Not sure I see the parallels between assembly and I don't understand why you
think this feature is negative, can you elaborate?

> * Mutable strings

I love these! No need for messing around with `StringBuilder` and the like.

> * Mutable everything

That's simply false. You can choose between mutability and immutability, in
fact you can even have an immutable `string` if you really want one: `let x =
"asd"`.

Now let me discuss some of your other points:

> * Hate speech against functional concepts in the community (with all the
> related biases that this brings)

Communities are large.
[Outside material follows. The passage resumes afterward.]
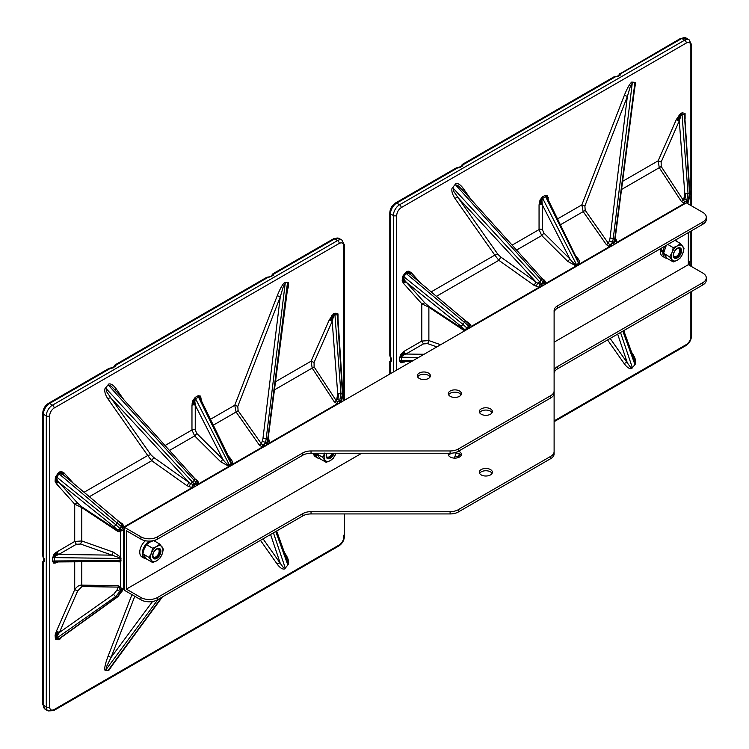 <?xml version="1.0" encoding="UTF-8"?>
<svg xmlns="http://www.w3.org/2000/svg" width="749" height="749" viewBox="0 0 749 749"><rect width="100%" height="100%" fill="white"/><g stroke="black" fill="none" stroke-linecap="round" stroke-linejoin="round"><path stroke-width="1.12" d="M466.936 329.766L467.011 328.109L468.471 326.115A2.341 1.873 -41.9 0 0 468.837 324.045L465.204 320.647A2.341 0.786 -50 0 0 465.092 320.347A2.341 0.786 -50 0 0 464.979 320.291L410.892 274.892L465.092 320.347L471.336 326.395L469.941 327.959L469.127 326.367L469.792 325.525M686.702 203.073A2.341 1.348 -120 0 0 686.59 202.885L686.168 201.069L688.013 201.032L687.507 203.073M684.436 114.222L684.698 114.382A2.341 1.901 131 0 1 685.082 113.53L684.427 114.681L689.52 193.56L688.013 201.032A2.341 1.891 -48.3 0 0 687.619 202.895A1.826 1.058 120 0 0 686.861 202.792L686.468 202.932M687.985 202.146L687.619 202.895M681.187 114.887A2.341 1.095 52 0 1 680.878 114.4L682.011 113.708A2.341 1.873 101.9 0 0 682.011 114.166L688.031 193.251L689.52 193.56A2.341 0.487 -3.7 0 1 689.96 193.813L684.652 114.84L682.011 114.166L681.187 114.887L679.277 120.879L661.152 162.037L658.165 160.81L676.291 119.653L679.277 120.879L684.801 193.382L683.865 198.803L684.876 199.318L685.925 193.223L688.031 193.251L686.861 200.03L688.799 200.329L687.835 203.213A2.341 2.341 0 0 1 687.91 203.765A2.341 1.348 180 0 0 687.825 203.466L688.106 201.35M690.878 205.479L690.878 45.642C690.587 42.646 689.08 41.775 686.337 43.021L401.23 207.623C398.487 209.542 396.97 212.164 396.68 215.497A2.341 1.348 180 0 1 393.375 215.497L390.482 213.83A2.341 1.348 180 0 1 389.798 212.875L389.798 355.316L390.95 360.072A2.921 1.685 60 0 1 390.856 360.119L390.482 360.634M512.185 245.092L539.055 229.578L539.055 204.861L540.029 200.02L542.323 196.987L545.244 195.302L547.528 195.695L548.502 200.404M624.301 95.441A2.341 0.496 -158.8 0 1 627.353 96.509L584.894 205.947L581.842 204.88L624.301 95.441C627.119 88.438 629.591 83.972 631.735 82.072L635.629 82.559L634.356 90.76M685.082 113.53L685.101 118.548M631.65 352.404L632.484 353.594C635.115 357.582 636.144 360.981 635.573 363.78L631.735 368.555C629.591 369.126 627.119 367.534 624.301 363.771L607.551 339.943M454.306 458.107L456.272 452.948M405.218 361.542L400.977 362.862L399.666 360.981L399.666 357.61L400.977 354.211L404.263 351.197L421.799 341.067L421.799 303.776L428.877 307.24A2.341 0.477 123.5 0 0 429.037 306.528L424.786 302.849L421.799 303.776L403.468 283.309A2.341 1.873 138.1 0 1 404.357 282.513A2.341 1.873 138.1 0 1 405.452 282.176A2.341 1.873 138.1 0 1 406.454 282.392L404.535 280.173L403.533 277.121L403.692 280.21A2.341 1.667 -15.9 0 0 402.868 280.472A2.341 1.667 -15.9 0 0 402.176 280.931L402.485 276.69L405.321 272.702L407.025 271.372L408.673 271.194L411.182 272.561A15.186 8.773 -60 0 1 411.267 272.664L420.461 282.916M455.083 198.597A2.341 1.844 144.9 0 1 458.135 197.755L497.87 254.286L494.817 255.128L455.083 198.597C452.452 194.609 451.422 191.21 451.993 188.411L455.832 183.636C457.967 183.065 460.448 184.657 463.266 188.42L470.915 199.309M539.055 204.861A2.341 1.348 180 0 1 540.095 204.514A2.341 1.348 180 0 1 541.293 204.505A2.341 1.348 180 0 1 542.332 204.842L541.901 200.62L542.688 198.401A2.341 1.348 60 0 1 542.482 197.923L541.209 200.348L541.059 202.876A2.341 1.058 8.9 0 0 540.057 202.81A2.341 1.058 8.9 0 0 539.205 202.96M411.089 275.061A2.341 1.873 138.1 0 1 410.901 274.733A2.341 1.873 138.1 0 1 410.808 273.713A2.341 1.873 138.1 0 1 411.267 272.664M411.051 275.023A2.341 1.882 136.7 0 1 410.817 274.621L408.495 272.748L407.091 272.477L405.808 273.179L408.72 273.46L410.892 274.892M402.896 275.997L462.938 324.383L464.436 322.342L406.127 273.451L403.533 277.121M404.507 354.52A2.341 1.021 50.1 0 1 403.777 353.818L401.979 355.054L400.724 357.264A2.341 1.348 180 0 1 401.333 357.217L402.625 355.522L405.883 354.034A2.341 1.348 60 0 1 405.069 353.303A2.341 1.348 60 0 1 404.479 352.264A2.341 1.348 60 0 1 404.263 351.197M404.507 361.449L402.625 361.524L401.333 360.587A2.341 1.348 0 0 0 400.724 360.634A2.341 1.348 0 0 0 400.153 360.765A2.341 1.348 0 0 0 399.666 360.981M403.271 361.561L411.547 361.505M545.244 195.302A2.341 1.348 -120 0 0 545.281 195.761A2.341 1.348 -120 0 0 545.412 196.238A2.341 1.348 -120 0 0 545.609 196.715L547.472 198.288L577.582 260.006L578.528 263.133A2.275 1.517 -157.1 0 0 578.846 263.423L579.333 264.182L576.87 265.286A2.341 1.348 60 0 1 576.683 265.006A2.331 1.348 60 0 1 576.515 264.697L542.688 198.401L545.609 196.715L578.528 263.133M545.412 196.238L547.023 196.987A2.341 1.863 140.7 0 0 547.098 197.624L548.025 199.665M542.332 229.559A2.341 1.348 0 0 0 539.055 229.578L541.733 235.551L543.952 233.136L542.332 229.559L542.332 204.842L569.952 258.976C572.414 262.187 574.38 264.088 575.859 264.669L578.284 263.685A2.331 1.348 -120 0 0 578.443 263.985A2.341 1.348 -120 0 0 578.64 264.266L578.846 264.528M575.859 264.669L576.056 265.932L577.086 265.549M461.412 166.109A1.517 1.236 0.4 0 1 461.403 166.081A1.517 1.236 0.4 0 1 461.412 166.072A1.517 1.236 0.4 0 1 462.929 164.846L615.547 76.735L613.927 76.875L462.208 164.471L461.412 166.081M461.056 166.578A1.517 1.067 45.9 0 1 461.178 166.475L455.804 168.253M619.414 74.338A1.517 1.058 -139.5 0 1 619.517 73.861L619.563 74.207A1.517 1.442 -59.3 0 1 619.91 73.627L619.517 73.861A1.517 1.058 -139.5 0 1 619.835 73.542L621.005 73.58A1.517 1.236 -179.6 0 0 619.601 74.348L619.17 75.284A1.517 1.058 46.4 0 1 620.219 75.143L615.547 76.735M455.832 183.636L454.821 184.9L455.364 184.629L541.284 279.957A11.684 2.378 39.5 0 1 542.903 281.952L543.765 283.178L544.654 282.214L545.019 282.626A2.341 1.498 -179.1 0 0 545.572 282.953A2.341 1.498 -179.1 0 0 546.246 283.15L576.056 265.932L567.742 261.382L541.733 235.551L516.641 250.035M542.248 286.043A2.341 1.348 60 0 1 541.724 284.348L543.765 283.178A2.341 1.348 -120 0 0 543.84 283.777A2.341 1.348 -120 0 0 544.055 284.414A2.341 1.348 -120 0 0 544.289 284.863M544.055 284.414L545.197 283.571A2.341 1.386 -156.8 0 0 545.731 283.927L545.525 284.152M545.731 283.927L546.246 283.15L544.579 280.332L543.708 280.65L544.654 282.214M612.186 245.878L611.849 245.269A2.341 1.348 60 0 1 611.633 244.633A2.341 1.348 60 0 1 611.559 244.034L612.42 241.824L613.946 241.955A2.341 0.496 21.2 0 0 614.302 241.955L614.91 240.504L616.577 242.545L615.341 243.902L614.302 241.955L613.6 242.854A2.341 1.348 -120 0 0 614.124 244.548M610.828 246.449L609.443 246.664L609.789 244.614L613.6 242.854L613.946 241.955A11.684 9.119 95.5 0 0 614.817 238.538L614.995 238.5M619.563 74.207L618.936 75.761M619.835 73.542L620.462 73.243A1.517 1.442 -59.3 0 0 619.91 73.627L619.17 75.284A1.517 1.058 46.4 0 0 619.086 75.377M462.798 190.302A2.341 1.844 144.9 0 1 463.266 188.42M455.364 184.629L458.538 185.977L463.453 191.135M451.993 188.411L454.821 184.9M431.152 291.885L494.817 255.128L498.834 260.315L500.828 257.085L536.059 282.083L458.135 197.755L453.725 191.323L453.014 187.156M464.623 330.861L428.877 307.24L428.877 340.58L421.799 341.067L423.419 343.913L405.883 354.034L424.056 354.277M404.263 362.104A2.341 1.348 60 0 1 404.348 361.552M457.789 457.723L458.135 457.077A2.341 0.496 21.2 0 0 455.083 456.01M632.755 367.3L631.323 367.75L630.358 367.057L627.353 362.928A2.341 1.844 -35.1 0 0 624.301 363.771M634.412 360.044L635.115 362.694L634.572 365.044M622.691 181.295L658.165 160.81L659.27 167.692L661.198 166.521L661.152 162.037M635.573 82.418L634.572 82.334L634.862 86.744M631.735 82.072L634.572 82.334M557.537 218.914L581.842 204.88L583.19 211.621L585.184 210.291L608.366 243.322L609.368 240.757A9.353 7.462 -85.5 0 0 610.051 238.013L627.353 96.509L630.358 86.341L632.755 82.165M536.181 286.493L537.595 283.188L540.881 284.339L541.078 286.783L539.111 287.27L534.065 285.322L536.059 282.083L537.595 283.188L539.748 281.877A11.684 2.565 38.1 0 1 541.377 283.862L542.903 281.952A2.341 1.844 144.9 0 0 543.165 279.658L544.345 281.334M575.457 255.652L576.234 256.476C579.024 259.557 580.157 262.019 579.632 263.873L609.443 246.664L606.372 244.651L583.19 211.621L560.392 224.775M543.952 233.136L569.952 258.976L567.742 261.382M686.59 202.885L684.352 203.41L684.661 201.472L683.247 200.208A2.341 1.049 -33.2 0 1 681.318 201.378L659.27 167.692L621.642 189.413M540.881 284.339A2.341 1.844 -35.1 0 0 541.377 283.862L541.724 284.348L540.881 284.339M465.288 320.506L469.632 323.596L468.986 324.074M469.632 323.596L471.336 326.395L539.111 287.27L539.477 284.058M465.204 320.647A2.341 0.786 -50 0 1 464.436 322.342L469.127 326.367M462.938 324.383L467.011 328.109A2.341 1.873 -41.9 0 1 464.024 329.036L460.757 326.058A2.341 0.796 -51.2 0 0 462.938 324.383M688.322 263.199A2.341 1.873 138.1 0 0 688.406 260.689L688.322 260.596A2.341 1.873 138.1 0 1 688.406 260.689C689.352 260.942 689.792 262.347 689.735 264.921L688.322 263.208M615.079 239.839L616.418 240.167L616.577 242.545L684.352 203.41L681.318 201.378M634.993 85.798L614.91 240.504M632.353 82.446L613.272 238.397A11.684 9.306 94.7 0 1 612.42 241.824A2.341 0.496 21.2 0 1 609.368 240.757M609.789 244.614L608.366 243.322L606.372 244.651M390.856 360.119L390.482 362.085L389.798 361.467L389.798 374.06M390.276 356.814L389.798 355.316M686.168 201.069L684.661 201.472M468.2 328.802L467.32 328.446L468.818 326.508A2.341 1.049 -129.3 0 0 469.567 328.006M686.861 202.792A2.341 1.592 71.3 0 1 686.505 200.826L686.861 200.03L684.876 199.318M141.561 556.685A10.271 5.926 120 0 0 141.889 556.9L144.388 558.342A10.271 5.926 120 0 0 146.355 558.82A10.271 5.926 120 0 1 144.388 558.342A10.271 5.926 120 0 1 144.061 558.127L141.561 556.685M145.428 540.75A10.271 5.926 120 0 0 140.887 556.02L143.377 557.462A10.271 5.926 120 0 1 143.143 549.111A10.271 5.926 120 0 1 149.444 541.106A10.271 5.926 120 0 0 142.797 550.159A10.271 5.926 120 0 0 144.388 558.342L141.889 556.9A10.271 5.926 120 0 1 140.054 549.7A10.271 5.926 120 0 1 145.428 540.75M155.989 541.883A10.271 5.926 120 0 0 154.659 540.544A10.271 5.926 120 0 0 154.378 540.404L154.659 540.544A10.271 5.926 120 0 0 154.378 540.404L154.659 540.544A10.271 5.926 120 0 1 155.989 541.883M144.791 556.966L144.061 558.127M144.276 556.292L143.377 557.462M664.12 250.438L663.146 250.69A10.271 5.926 -60 0 1 664.859 246.168M675.448 240.064A10.271 5.926 -60 0 1 676.619 241.309M666.985 258.236A10.271 5.926 -60 0 1 665.018 257.759A10.271 5.926 -60 0 1 662.931 252.113L663.829 251.711M663.146 250.69L660.655 249.258A10.271 5.926 -60 0 1 660.833 248.499M665.018 257.759L662.519 256.317A10.271 5.926 -60 0 1 660.44 250.672L662.931 252.113M661.938 249.997L660.44 250.672M461.094 394.798A6.544 3.782 0 0 0 454.858 392.167A6.544 3.782 0 0 0 448.623 394.798M450.233 396.324A6.544 3.782 0 0 0 457.367 397.148A6.544 3.782 0 0 0 461.403 393.656A6.544 3.782 0 0 0 454.858 389.873A6.544 3.782 0 0 0 448.314 393.656A6.544 3.782 0 0 0 450.233 396.324M461.094 455.486A6.544 3.782 0 0 0 453.735 452.911M452.583 453.089A6.544 3.782 0 0 0 448.623 455.486M458.491 451.198A6.544 3.782 180 0 1 461.403 454.343A6.544 3.782 180 0 1 457.367 457.836A6.544 3.782 180 0 1 450.233 457.021A6.544 3.782 180 0 1 448.314 454.343A6.544 3.782 180 0 1 448.595 453.248M492.084 412.69A6.544 3.782 0 0 0 485.848 410.059A6.544 3.782 0 0 0 479.613 412.69M481.223 414.216A6.544 3.782 0 0 0 488.357 415.04A6.544 3.782 0 0 0 492.393 411.547A6.544 3.782 0 0 0 485.848 407.765A6.544 3.782 0 0 0 479.304 411.547A6.544 3.782 0 0 0 481.223 414.216M492.084 473.377A6.544 3.782 0 0 0 485.848 470.747A6.544 3.782 0 0 0 479.613 473.377M481.223 474.913A6.544 3.782 180 0 1 479.304 472.235A6.544 3.782 180 0 1 485.848 468.462A6.544 3.782 180 0 1 492.393 472.235A6.544 3.782 180 0 1 488.357 475.727A6.544 3.782 180 0 1 481.223 474.913M430.104 376.906A6.544 3.782 0 0 0 423.868 374.275A6.544 3.782 0 0 0 417.633 376.906M419.243 378.432A6.544 3.782 0 0 0 426.378 379.256A6.544 3.782 0 0 0 430.413 375.764A6.544 3.782 0 0 0 423.868 371.981A6.544 3.782 0 0 0 417.324 375.764A6.544 3.782 0 0 0 419.243 378.432M450.102 453.248L450.102 450.954A11.684 6.75 0 0 0 458.369 448.979L550.684 395.678A11.684 6.75 0 0 0 554.11 390.912L554.11 393.197A11.684 6.75 180 0 1 550.684 397.972L458.369 451.273A11.684 6.75 180 0 1 450.102 453.248L311.032 453.248A11.684 6.75 0 0 0 302.774 455.223L157.44 539.13A11.684 6.75 180 0 1 140.915 539.13L126.366 530.732L126.366 589.126L140.915 597.524A11.684 6.75 0 0 0 157.44 597.524L302.774 513.627A11.684 6.75 180 0 1 311.032 511.642L450.102 511.642A11.684 6.75 0 0 0 458.369 509.666L550.684 456.366A11.684 6.75 0 0 0 554.11 451.6L554.11 393.197M688.322 232.63L688.322 264.697L702.862 273.085A11.684 6.75 0 0 1 706.288 277.86L706.288 280.154A11.684 6.75 180 0 1 702.862 284.92L557.537 368.826A11.684 6.75 0 0 0 554.11 373.601M706.288 217.173L706.288 219.457A11.684 6.75 180 0 1 702.862 224.232L702.862 221.938A11.684 6.75 0 0 0 706.288 217.173A11.684 6.75 0 0 0 702.862 212.398L686.337 202.857L124.39 527.296L140.915 536.836A11.684 6.75 0 0 0 157.44 536.836L157.44 539.13M458.369 509.666L458.369 511.96L550.684 458.66L550.684 456.366M458.369 511.96A11.684 6.75 180 0 1 450.102 513.936L311.032 513.936A11.684 6.75 0 0 0 302.774 515.911L157.44 599.818A11.684 6.75 180 0 1 140.915 599.818L124.39 590.278L124.39 527.296M554.11 451.6L554.11 453.885A11.684 6.75 180 0 1 550.684 458.66M302.774 455.223L302.774 452.93L157.44 536.836M302.774 452.93A11.684 6.75 180 0 1 311.032 450.954L311.032 453.248M450.102 450.954L311.032 450.954M702.862 221.938L557.537 305.845A11.684 6.75 180 0 0 554.11 310.62L554.11 390.912M702.862 224.232L557.537 308.139A11.684 6.75 0 0 0 554.11 312.904M554.11 371.307A11.684 6.75 180 0 1 557.537 366.533L702.862 282.635A11.684 6.75 0 0 0 706.288 277.86M688.322 264.697L554.11 342.171M361.73 453.248L126.366 589.126M313.653 454.362A10.271 5.926 120 0 0 315.432 456.703L317.932 458.145A10.271 5.926 120 0 0 319.898 458.622A10.271 5.926 120 0 1 317.932 458.145A10.271 5.926 120 0 1 316.153 455.804L313.653 454.362M315.806 453.248A10.271 5.926 120 0 0 315.891 454.671L313.419 453.248A10.271 5.926 120 0 0 315.432 456.703L317.932 458.145A10.271 5.926 120 0 1 315.806 453.248M317.061 454.933L316.153 455.804M316.64 454.109L315.891 454.671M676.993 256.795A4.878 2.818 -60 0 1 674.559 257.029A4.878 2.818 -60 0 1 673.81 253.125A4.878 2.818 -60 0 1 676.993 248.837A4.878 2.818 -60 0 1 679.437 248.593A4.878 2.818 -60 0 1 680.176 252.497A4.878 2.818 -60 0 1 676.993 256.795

A lot of us love functional programming and are
bringing more and more of it into Nim.

> * Some arrogant community members were tolerated just because they wrote
> popular blog posts on Nim implementing a fashionable pet project.

Can you elaborate on who this was and how/where they were tolerated?

> * no clear consistent design direction

> * too many pragmas

> * too many pascal syntax mixed with other language syntaxes

These are mostly subjective so there isn't much I can say. Perhaps Nim just
isn't for you due to its syntax, but many out there love it.

> * no module namespacing

> * modules worked not much better than C libraries... (I am generalizing)

This is false too. Every imported module is in its own namespace.

> * python 3 (without any library or optimization) was faster than compiled
> nim to count words on a moderately large text.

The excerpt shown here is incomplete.